Rev. John Courtney Murray, S.J.
Woodstock College, Woodstock, Md.

 I shall speak only to one aspect of the convention's vast theme. And my point will be twofold. First, for a special reason the school must today teach the meaning of Christian freedom. Second, to this end the school must itself be an apprenticeship in Christian freedom.

It seems to be a tragic law of human history that every invention and institution that man devises as a means towards his own liberation tends in the end to become the means of his enslavement. The classic example, of course, is the machine.
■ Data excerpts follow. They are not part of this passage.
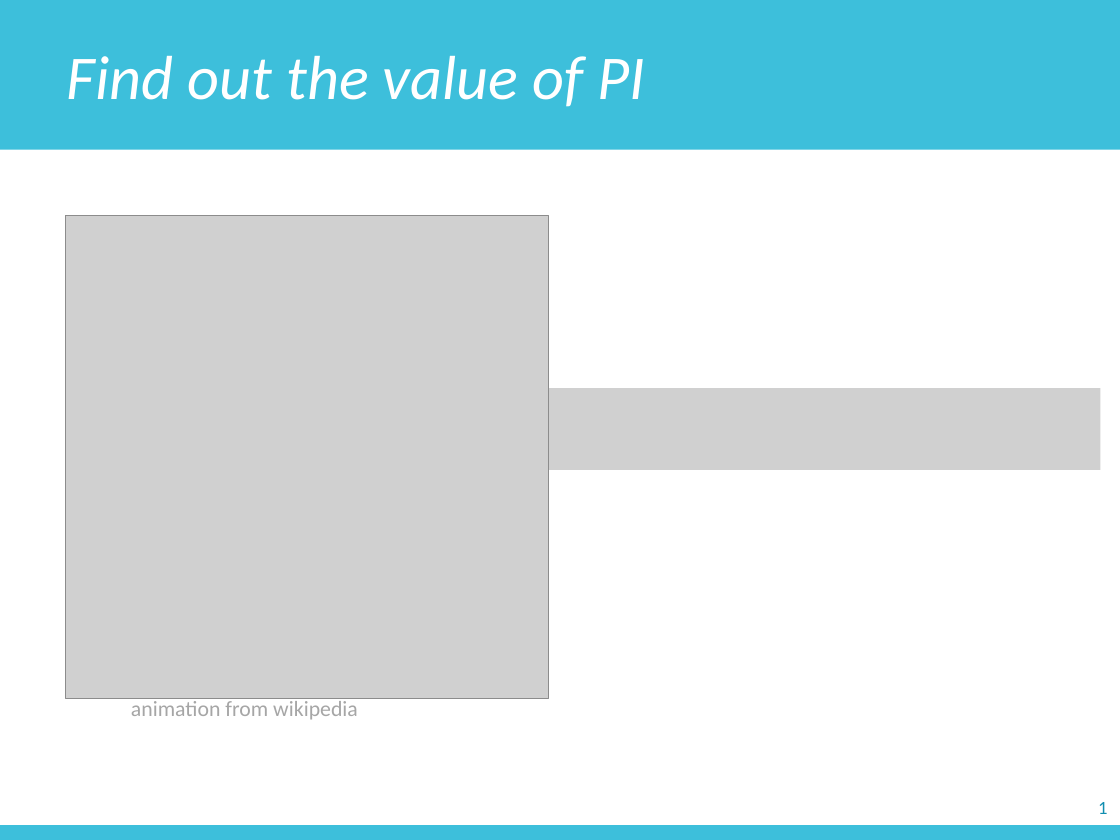
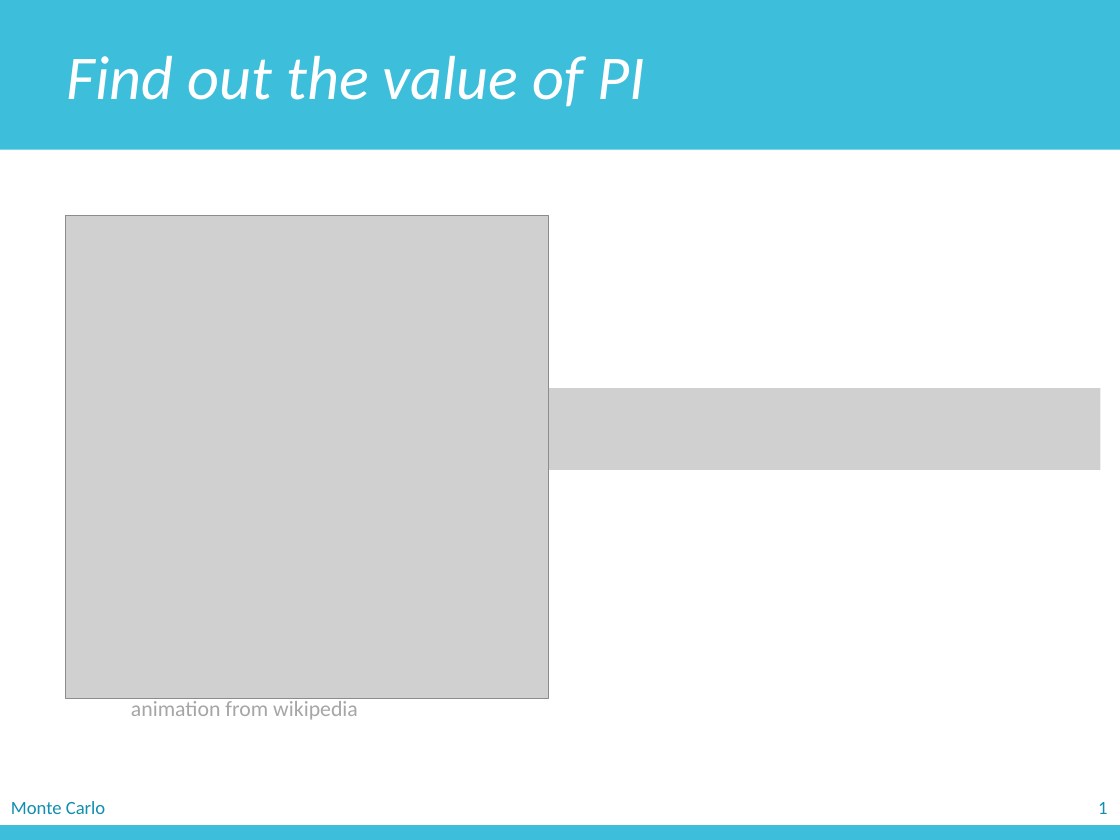
Before and after one commit to zichengliao/zuics101-fa17, a slide deck: slide 9 of lectures/lec13/lec13.pptx (slide 6 before the commit). Drawn at 1120x840 pixels with LibreOffice and Linux fonts; fonts in the diff are those of the drawing; grey boxes stand for pictures. Boxes give left, top, right and bottom in pixels: in the first picture for what was removed or moved away, otherwise in the second. Text is boxed around its words. In the diff, an @@ line names an element or a change of style, - is before the commit and + after.

```diff
--- a/lectures/lec13/lec13.pptx
+++ b/lectures/lec13/lec13.pptx
@@ text added at (11,801,105,814), 12 pt, text #118EB0 @@
+Monte Carlo
```
Also in this commit, not shown: 6 other slides changed, 4 slides added, 2 other files.

It was joyously greeted as the instrument that would free the spirit of man; it has in fact subjugated the spirit of man to freedom's worst enemy, fear--a particularly inhuman fear of the very thing man has himself created, which now seems to possess almost an autonomous power to destroy him.

However, the example that makes for my point is the thing we call democracy, as a political and social idea, and as a set of institutions for the conduct of human affairs. This was the Great Experiment, launched most successfully on our own shores. This was man's Best Hope of achieving his highest aspiration. In the name of this hope an old world was destroyed, or abandoned. And for a century and a half men have labored gigantically over this new creation, under a banner which bore the single heart-lifting device, "Freedom."

But today as we view the status of the Great Experiment, we may well wonder whether the tragic historical law which weighs upon human achievements is now beginning to operate upon this one. Is democracy, the depository of man's hopes for freedom, destined to become simply a new grave for the ancient aspiration, once more foiled, frustrated, slain?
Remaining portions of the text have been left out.